== Records for this exercise ==

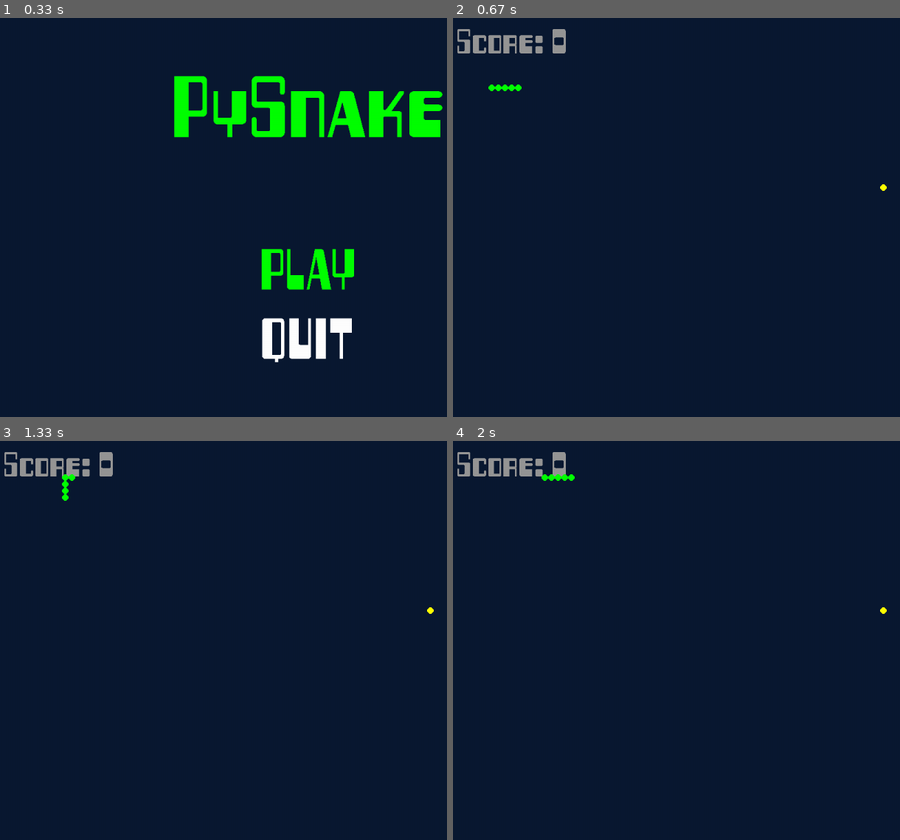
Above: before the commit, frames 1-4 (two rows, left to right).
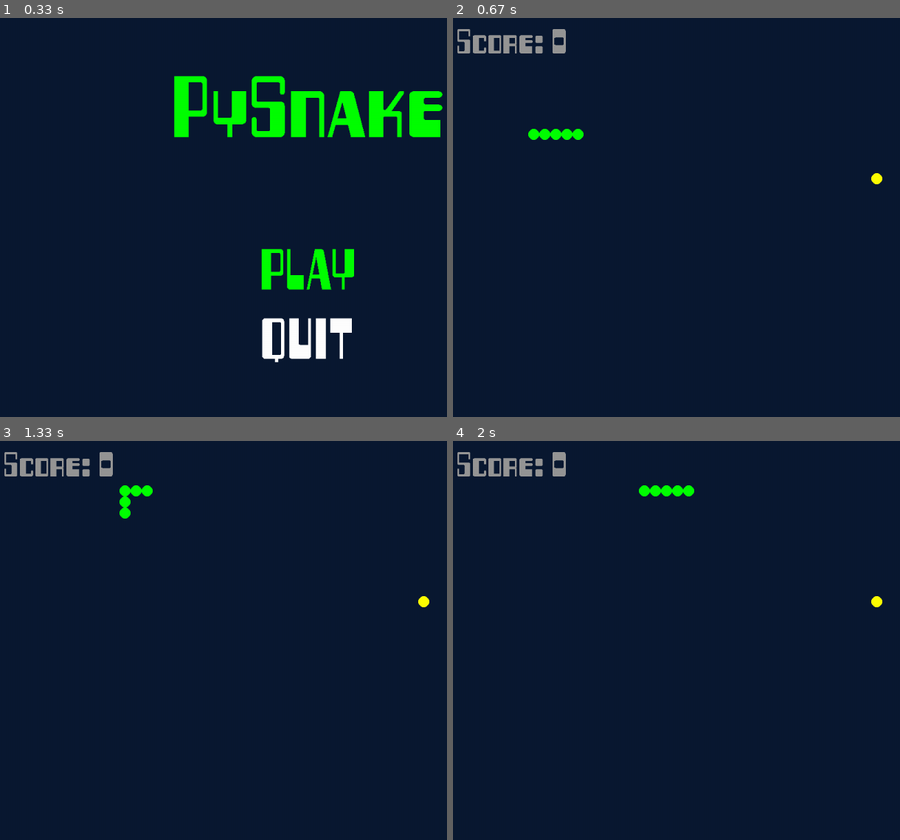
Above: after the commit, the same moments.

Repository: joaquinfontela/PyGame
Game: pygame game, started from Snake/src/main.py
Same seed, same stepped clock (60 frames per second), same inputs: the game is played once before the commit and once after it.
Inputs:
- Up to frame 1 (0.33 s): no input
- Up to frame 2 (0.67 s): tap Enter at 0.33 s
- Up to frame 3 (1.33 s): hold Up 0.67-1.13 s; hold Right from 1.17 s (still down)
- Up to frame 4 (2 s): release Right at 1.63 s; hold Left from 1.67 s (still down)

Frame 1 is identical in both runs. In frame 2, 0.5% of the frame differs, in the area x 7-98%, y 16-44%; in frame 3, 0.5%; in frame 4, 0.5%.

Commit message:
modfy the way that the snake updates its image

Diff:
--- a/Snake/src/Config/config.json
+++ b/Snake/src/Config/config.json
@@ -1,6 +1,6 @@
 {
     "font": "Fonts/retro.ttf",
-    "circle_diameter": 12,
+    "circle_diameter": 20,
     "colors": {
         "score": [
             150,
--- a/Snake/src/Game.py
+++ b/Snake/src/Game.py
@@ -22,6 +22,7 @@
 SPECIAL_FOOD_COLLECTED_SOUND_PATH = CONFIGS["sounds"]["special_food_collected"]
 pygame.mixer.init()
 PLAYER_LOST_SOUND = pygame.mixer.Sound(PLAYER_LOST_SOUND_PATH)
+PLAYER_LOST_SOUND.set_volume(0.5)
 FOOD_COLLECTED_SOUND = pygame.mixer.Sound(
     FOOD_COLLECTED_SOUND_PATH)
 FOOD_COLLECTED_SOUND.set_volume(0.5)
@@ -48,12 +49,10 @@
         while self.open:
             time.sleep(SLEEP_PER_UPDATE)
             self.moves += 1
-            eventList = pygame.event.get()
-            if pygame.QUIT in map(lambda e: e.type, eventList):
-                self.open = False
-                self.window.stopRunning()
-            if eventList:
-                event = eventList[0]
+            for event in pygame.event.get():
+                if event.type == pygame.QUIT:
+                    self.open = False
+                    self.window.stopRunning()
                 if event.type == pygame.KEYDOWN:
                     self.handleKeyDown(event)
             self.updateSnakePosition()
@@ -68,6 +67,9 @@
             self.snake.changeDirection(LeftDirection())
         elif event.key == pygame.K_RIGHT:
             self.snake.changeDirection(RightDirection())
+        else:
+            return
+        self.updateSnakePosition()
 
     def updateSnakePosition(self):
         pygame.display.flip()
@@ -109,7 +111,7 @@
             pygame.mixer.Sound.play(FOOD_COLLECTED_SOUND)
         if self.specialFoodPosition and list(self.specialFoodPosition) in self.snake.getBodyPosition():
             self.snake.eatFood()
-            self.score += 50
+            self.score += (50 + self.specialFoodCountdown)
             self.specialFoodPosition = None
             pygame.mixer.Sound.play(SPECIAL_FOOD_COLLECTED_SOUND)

==

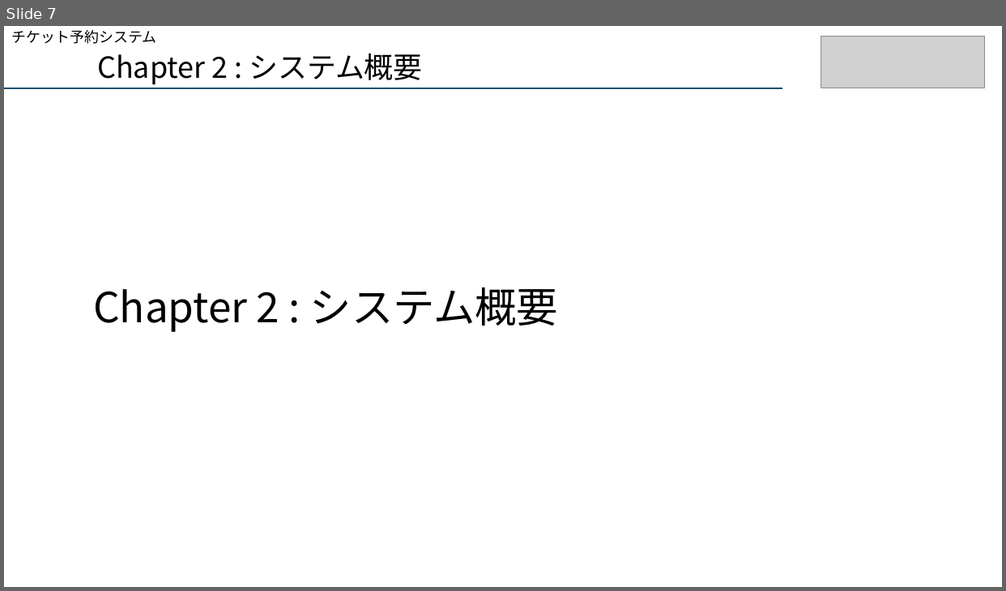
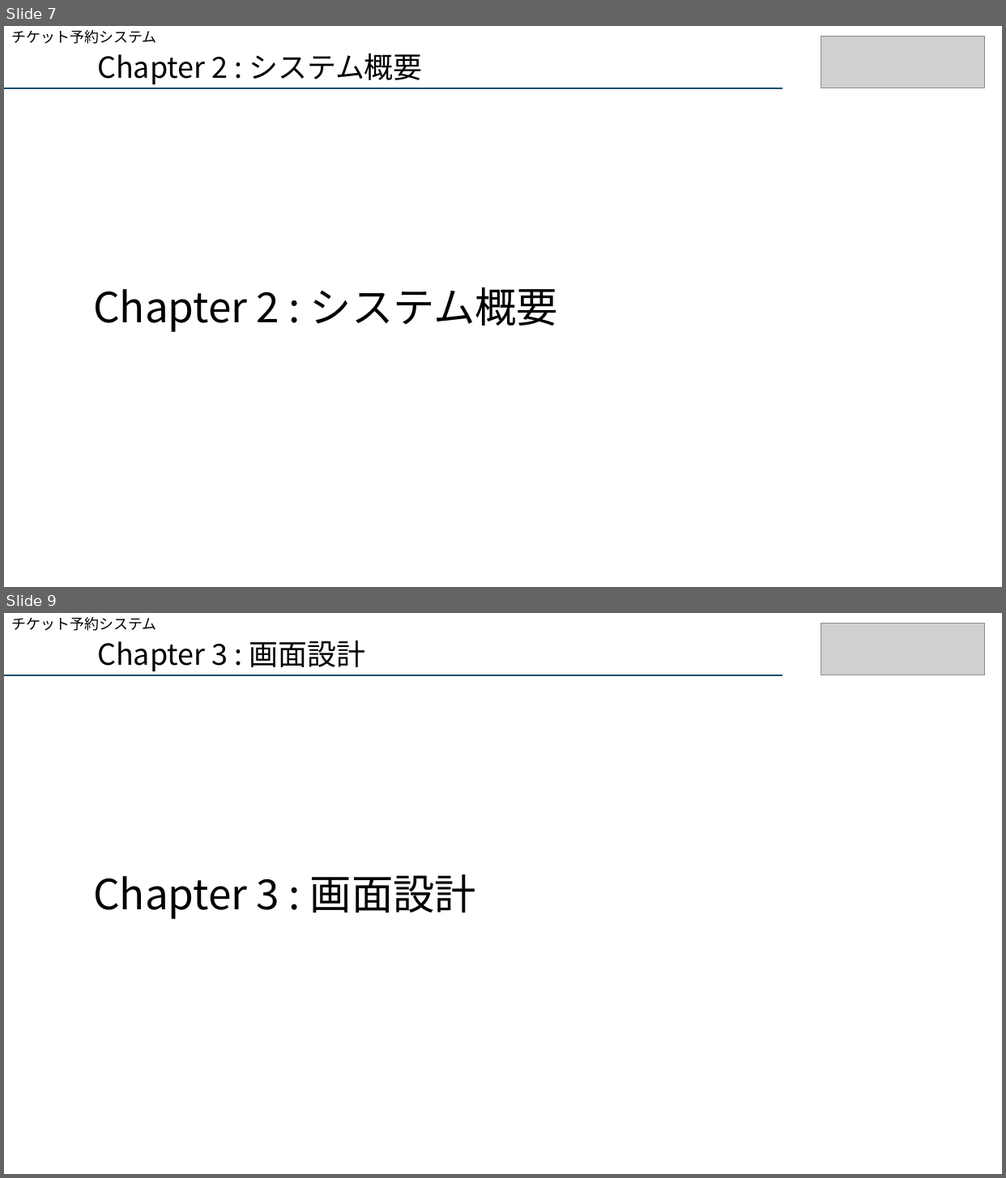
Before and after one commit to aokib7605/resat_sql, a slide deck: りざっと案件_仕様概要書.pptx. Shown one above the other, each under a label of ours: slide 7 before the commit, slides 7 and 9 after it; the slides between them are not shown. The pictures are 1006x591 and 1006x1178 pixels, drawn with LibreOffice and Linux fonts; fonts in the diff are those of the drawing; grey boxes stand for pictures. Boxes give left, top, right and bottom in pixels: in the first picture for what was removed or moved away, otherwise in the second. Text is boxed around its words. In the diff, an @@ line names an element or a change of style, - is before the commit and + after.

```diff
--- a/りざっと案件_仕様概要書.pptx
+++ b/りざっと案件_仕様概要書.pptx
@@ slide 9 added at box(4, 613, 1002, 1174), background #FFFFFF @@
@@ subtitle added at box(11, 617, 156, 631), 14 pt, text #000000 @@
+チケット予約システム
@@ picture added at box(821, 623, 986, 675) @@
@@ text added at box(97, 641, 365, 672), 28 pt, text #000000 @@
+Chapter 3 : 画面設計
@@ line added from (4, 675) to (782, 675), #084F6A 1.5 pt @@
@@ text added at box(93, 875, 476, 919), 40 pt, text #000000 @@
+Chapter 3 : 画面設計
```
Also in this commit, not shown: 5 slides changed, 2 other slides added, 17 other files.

== Work to complete ==
State the number of lines in the material above in which the string "QUIT" appears, with no accompanying text.

== Written response ==
2